> Aim of the exercise:
Output every line below as it stands, dropping only the images.

━━━━━ Data shown

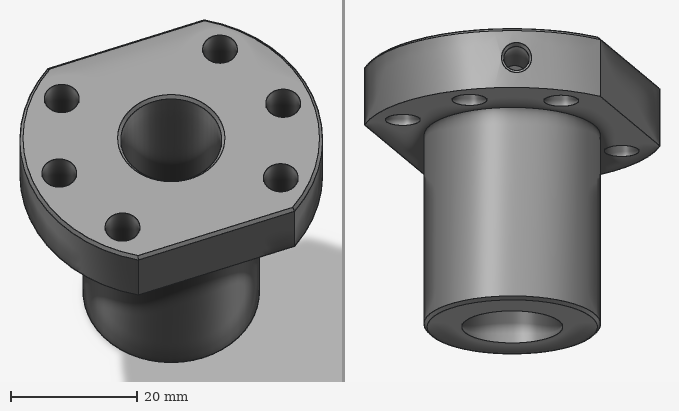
import cadquery as cq
import math

total_length = 42.0
flange_diameter = 48.0
flange_thickness = 10.0
flange_width = 40.0
body_diameter = 28.0
bore_diameter = 16.0
edge_chamfer = 0.5

mounting_hole_diameter = 5.5
mounting_circle_radius = 19.0
mounting_hole_angles = [45, 90, 135, 225, 270, 315]

oil_hole_diameter = 4.0
oil_mouth_depth = 0.5
oil_mouth_diameter = oil_hole_diameter + 2 * oil_mouth_depth
oil_hole_depth = 10.0
oil_hole_angle = (mounting_hole_angles[1] + mounting_hole_angles[2]) / 2

flange_bottom = total_length - flange_thickness
flange_middle = flange_bottom + flange_thickness / 2
flange_radius = flange_diameter / 2
bore_radius = bore_diameter / 2


def make_flange():
    """Disc with two parallel flats facing -X and +X, chamfered round its top edge."""
    disc = cq.Workplane("XY").workplane(offset=flange_bottom).circle(flange_radius).extrude(flange_thickness)
    flats = (
        cq.Workplane("XY")
        .workplane(offset=flange_bottom)
        .rect(flange_width, flange_diameter)
        .extrude(flange_thickness)
    )
    return disc.intersect(flats).faces(">Z").edges().chamfer(edge_chamfer)


def make_body():
    """Cylindrical nut body, chamfered at its free lower end."""
    body = cq.Workplane("XY").circle(body_diameter / 2).extrude(flange_bottom)
    return body.faces("<Z").edges().chamfer(edge_chamfer)


def make_bore():
    """Through bore, widened by a chamfer at the flange face."""
    bore = cq.Workplane("XY").circle(bore_radius).extrude(total_length)
    chamfer_start = total_length - edge_chamfer
    mouth = cq.Solid.makeCone(
        bore_radius, bore_radius + edge_chamfer, edge_chamfer, pnt=cq.Vector(0, 0, chamfer_start)
    )
    return bore.union(cq.Workplane(mouth))


def make_mounting_holes():
    """Clearance holes on one pitch circle, leaving the flats free."""
    centres = []
    for angle in mounting_hole_angles:
        x = mounting_circle_radius * math.cos(math.radians(angle))
        y = mounting_circle_radius * math.sin(math.radians(angle))
        centres.append((x, y))
    return (
        cq.Workplane("XY")
        .workplane(offset=flange_bottom)
        .pushPoints(centres)
        .circle(mounting_hole_diameter / 2)
        .extrude(flange_thickness)
    )


def make_oil_hole():
    """Blind radial hole in the flange rim, with a conical mouth."""
    angle = math.radians(oil_hole_angle)
    inward = cq.Vector(-math.cos(angle), -math.sin(angle), 0)
    rim_point = cq.Vector(0, 0, flange_middle) - inward * flange_radius
    drill = cq.Solid.makeCylinder(oil_hole_diameter / 2, oil_hole_depth, rim_point, inward)
    mouth = cq.Solid.makeCone(
        oil_mouth_diameter / 2, oil_hole_diameter / 2, oil_mouth_depth, rim_point, inward
    )
    return cq.Workplane(drill).union(cq.Workplane(mouth))


result = (
    make_flange()
    .union(make_body())
    .cut(make_bore())
    .cut(make_mounting_holes())
    .cut(make_oil_hole())
)

━━━━━━━━━━

> Answer below:
import cadquery as cq
import math

total_length = 42.0
flange_diameter = 48.0
flange_thickness = 10.0
flange_width = 40.0
body_diameter = 28.0
bore_diameter = 16.0
edge_chamfer = 0.5

mounting_hole_diameter = 5.5
mounting_circle_radius = 19.0
mounting_hole_angles = [45, 90, 135, 225, 270, 315]

oil_hole_diameter = 4.0
oil_mouth_depth = 0.5
oil_mouth_diameter = oil_hole_diameter + 2 * oil_mouth_depth
oil_hole_depth = 10.0
oil_hole_angle = (mounting_hole_angles[1] + mounting_hole_angles[2]) / 2

flange_bottom = total_length - flange_thickness
flange_middle = flange_bottom + flange_thickness / 2
flange_radius = flange_diameter / 2
bore_radius = bore_diameter / 2


def make_flange():
    """Disc with two parallel flats facing -X and +X, chamfered round its top edge."""
    disc = cq.Workplane("XY").workplane(offset=flange_bottom).circle(flange_radius).extrude(flange_thickness)
    flats = (
        cq.Workplane("XY")
        .workplane(offset=flange_bottom)
        .rect(flange_width, flange_diameter)
        .extrude(flange_thickness)
    )
    return disc.intersect(flats).faces(">Z").edges().chamfer(edge_chamfer)


def make_body():
    """Cylindrical nut body, chamfered at its free lower end."""
    body = cq.Workplane("XY").circle(body_diameter / 2).extrude(flange_bottom)
    return body.faces("<Z").edges().chamfer(edge_chamfer)


def make_bore():
    """Through bore, widened by a chamfer at the flange face."""
    bore = cq.Workplane("XY").circle(bore_radius).extrude(total_length)
    chamfer_start = total_length - edge_chamfer
    mouth = cq.Solid.makeCone(
        bore_radius, bore_radius + edge_chamfer, edge_chamfer, pnt=cq.Vector(0, 0, chamfer_start)
    )
    return bore.union(cq.Workplane(mouth))


def make_mounting_holes():
    """Clearance holes on one pitch circle, leaving the flats free."""
    centres = []
    for angle in mounting_hole_angles:
        x = mounting_circle_radius * math.cos(math.radians(angle))
        y = mounting_circle_radius * math.sin(math.radians(angle))
        centres.append((x, y))
    return (
        cq.Workplane("XY")
        .workplane(offset=flange_bottom)
        .pushPoints(centres)
        .circle(mounting_hole_diameter / 2)
        .extrude(flange_thickness)
    )


def make_oil_hole():
    """Blind radial hole in the flange rim, with a conical mouth."""
    angle = math.radians(oil_hole_angle)
    inward = cq.Vector(-math.cos(angle), -math.sin(angle), 0)
    rim_point = cq.Vector(0, 0, flange_middle) - inward * flange_radius
    drill = cq.Solid.makeCylinder(oil_hole_diameter / 2, oil_hole_depth, rim_point, inward)
    mouth = cq.Solid.makeCone(
        oil_mouth_diameter / 2, oil_hole_diameter / 2, oil_mouth_depth, rim_point, inward
    )
    return cq.Workplane(drill).union(cq.Workplane(mouth))


result = (
    make_flange()
    .union(make_body())
    .cut(make_bore())
    .cut(make_mounting_holes())
    .cut(make_oil_hole())
)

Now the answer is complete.